Ones on the diagonal, zeros elsewhere
Property: $IA = AI = A$ (commutes with any conformable matrix)

Matrix Inverse

If $A$ is square and $F$ satisfies $FA = I$, then:

$F$ is called the inverse of $A$ and is denoted $A^{-1}$
The matrix $A$ is called invertible or nonsingular
$A A^{-1} = A^{-1} A = I$

Warning: Unlike for scalars, $A/B$ or $\frac{A}{B}$ is meaningless—is it $A^{-1}B$ or $BA^{-1}$?

Trivial inverse example:

\[ \begin{bmatrix}a & 0 \\ 0 & b\end{bmatrix}^{-1} = \begin{bmatrix}a^{-1} & 0 \\ 0 & b^{-1}\end{bmatrix} \]

Systems of Equations

For $Ax = b$ where $A \in {\mathbb{R}}^{n \times n}$, $x \in {\mathbb{R}}^{n}$, $b \in {\mathbb{R}}^{n}$:

Left multiply both sides by $A^{-1}$:

\[ A^{-1} A x = A^{-1} b \quad \Rightarrow \quad I x = A^{-1} b \quad \Rightarrow \quad \boxed{x = A^{-1} b} \]

Example:

\[ \left\{\begin{matrix}3x_1 +4x_2 = 3 \\ 5x_1 + 6x_2 = 7 \end{matrix}\right. \Rightarrow \begin{bmatrix}3 & 4 \\ 5 & 6 \end{bmatrix} \begin{bmatrix}x_1 \\ x_2 \end{bmatrix} = \begin{bmatrix} 3\\7\end{bmatrix} \Rightarrow \begin{bmatrix}x_1 \\ x_2 \end{bmatrix} = \begin{bmatrix}3 & 4 \\ 5 & 6 \end{bmatrix}^{-1} \begin{bmatrix} 3\\7\end{bmatrix} \]

Vector Selection

To extract the second element from $x = \begin{bmatrix}x_1 & x_2 & x_3 \end{bmatrix}^\top$, use a vector with a single 1:

\[ x_2 = \begin{bmatrix} 0 & 1 & 0\end{bmatrix} \begin{bmatrix} x_1 \\ x_2 \\ x_3 \end{bmatrix} \]

This is useful for observations of a vector of states.

Functional Equations

Equations vs. Functional Equations

Equations define the relationship between one or more variables. We solve to find values that fulfill the equation.

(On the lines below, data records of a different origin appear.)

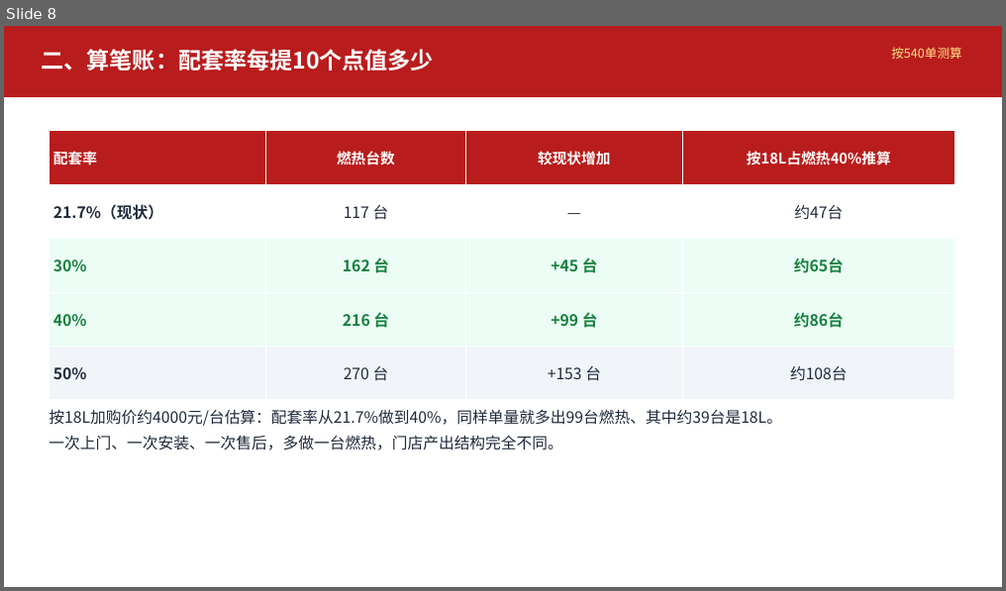
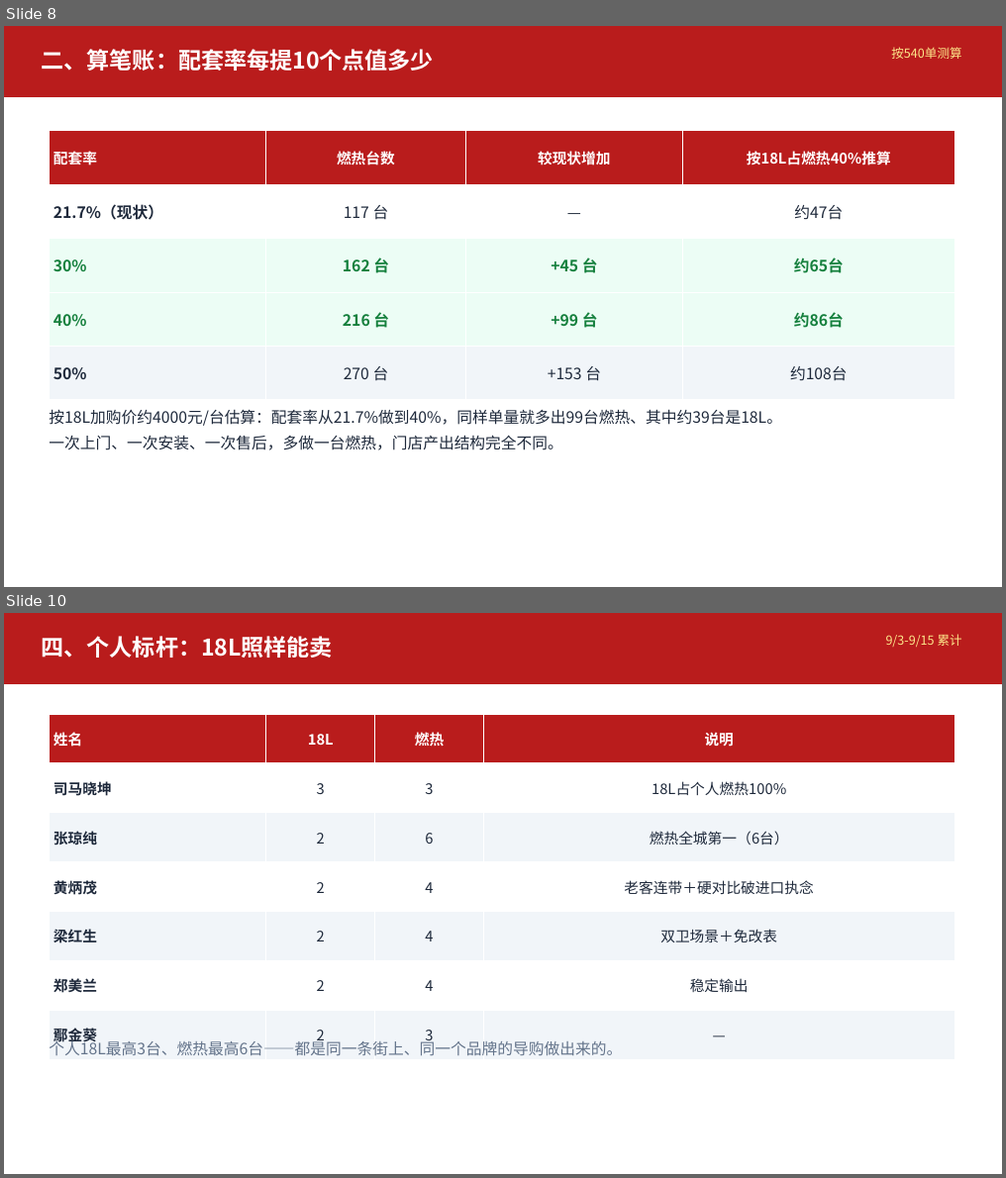
Before and after one commit to Wengweijian/BB-jiaofuzhongxin, a slide deck: 经销商培训_分享会完整版.pptx. Shown one above the other, each under a label of ours: slide 8 before the commit, slides 8 and 10 after it; the slides between them are not shown. The pictures are 1006x591 and 1006x1178 pixels, drawn with LibreOffice and Linux fonts; fonts in the diff are those of the drawing; background and template pictures are left out. Boxes give left, top, right and bottom in pixels: in the first picture for what was removed or moved away, otherwise in the second. Text is boxed around its words. In the diff, an @@ line names an element or a change of style, - is before the commit and + after.

```diff
--- a/经销商培训_分享会完整版.pptx
+++ b/经销商培训_分享会完整版.pptx
@@ slide 10 added at (4, 613, 1002, 1174), background #FFFFFF; not listed: 1 template element that a slide beside it also shows @@
@@ rectangle added at (4, 613, 1002, 684), fill #B91C1C @@
@@ text added at (42, 636, 333, 658), 22 pt, text #FFFFFF, bold @@
+四、个人标杆：18L照样能卖
@@ text added at (886, 634, 962, 647), 12 pt, text #FDE68A @@
+9/3-9/15 累计
@@ table added at (49, 714, 954, 1059), 7 rows, 4 columns @@
+姓名 | 18L | 燃热 | 说明
+司马晓坤 | 3 | 3 | 18L占个人燃热100%
+张琼纯 | 2 | 6 | 燃热全城第一（6台）
+黄炳茂 | 2 | 4 | 老客连带＋硬对比破进口执念
+梁红生 | 2 | 4 | 双卫场景＋免改表
+郑美兰 | 2 | 4 | 稳定输出
+鄢金葵 | 2 | 3 | —
@@ text added at (49, 1039, 622, 1057), 15 pt, text #64748B @@
+个人18L最高3台、燃热最高6台——都是同一条街上、同一个品牌的导购做出来的。
```
Also in this commit, not shown: 12 other slides changed, 2 other slides added.

Single variable: $x^2 - 5x = 0$ (solution is one or more values of $x$)
Multi-variable: $2x + 7y = 3$ (solution may be a set of $x,y$ pairs)

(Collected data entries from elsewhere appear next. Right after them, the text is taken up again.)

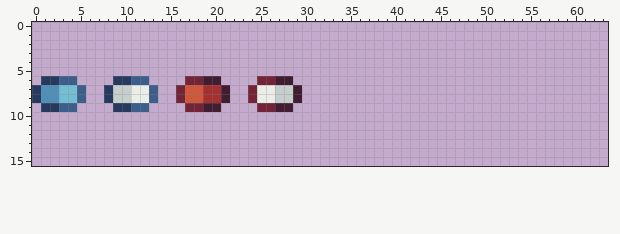
Two versions of one pixel-art file, src/resources/sprites/status.aseprite. Above, as it was before the edit.
64x16 pixels, 1 frame.
And afterwards:
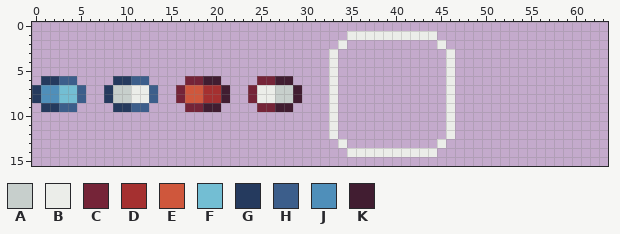
Palette (. is transparent): A #c7cfcc  B #ebede9  C #752438  D #a53030  E #cf573c  F #73bed3  G #253a5e  H #3c5e8b  J #4f8fba  K #411d31
Change:
Colour B now appears in row 1 at x 35 to 44; in row 2 at x 34 and 45; in rows 3 to 12 at x 33 and 46; in row 13 at x 34 and 45; in row 14 at x 35 to 44.

Functional equations provide an expression where we solve for an entire function, not just values.

Example: $[f(x)]^2 - x^2 = 0$
The goal is to find a function $f(x)$ that holds for all $x$
In this case, both $f(x) = x$ and $f(x) = -x$ are solutions

Undetermined Coefficients

Example 1: Given $f'(z) = z$. Guess that $f(z) = C_1 z^2 + C_2$ solves this equation.

\[ f'(z) = 2C_1 z = z \quad \Rightarrow \quad C_1 = \frac{1}{2} \]

So $C_1 = \frac{1}{2}$ and $C_2$ is indeterminate.

Example 2: Now with a difference equation. Let:

\[ z_{t+1} = z_t + 1 \]

Guess the solution is of the form $z_t = C_1 t + C_2$. Substituting:

\[ C_1 (t+1) + C_2 = C_1 t + C_2 + 1 \]

Collecting terms:

\[ C_1 t + (C_2 + C_1) = C_1 t + (C_2 + 1) \]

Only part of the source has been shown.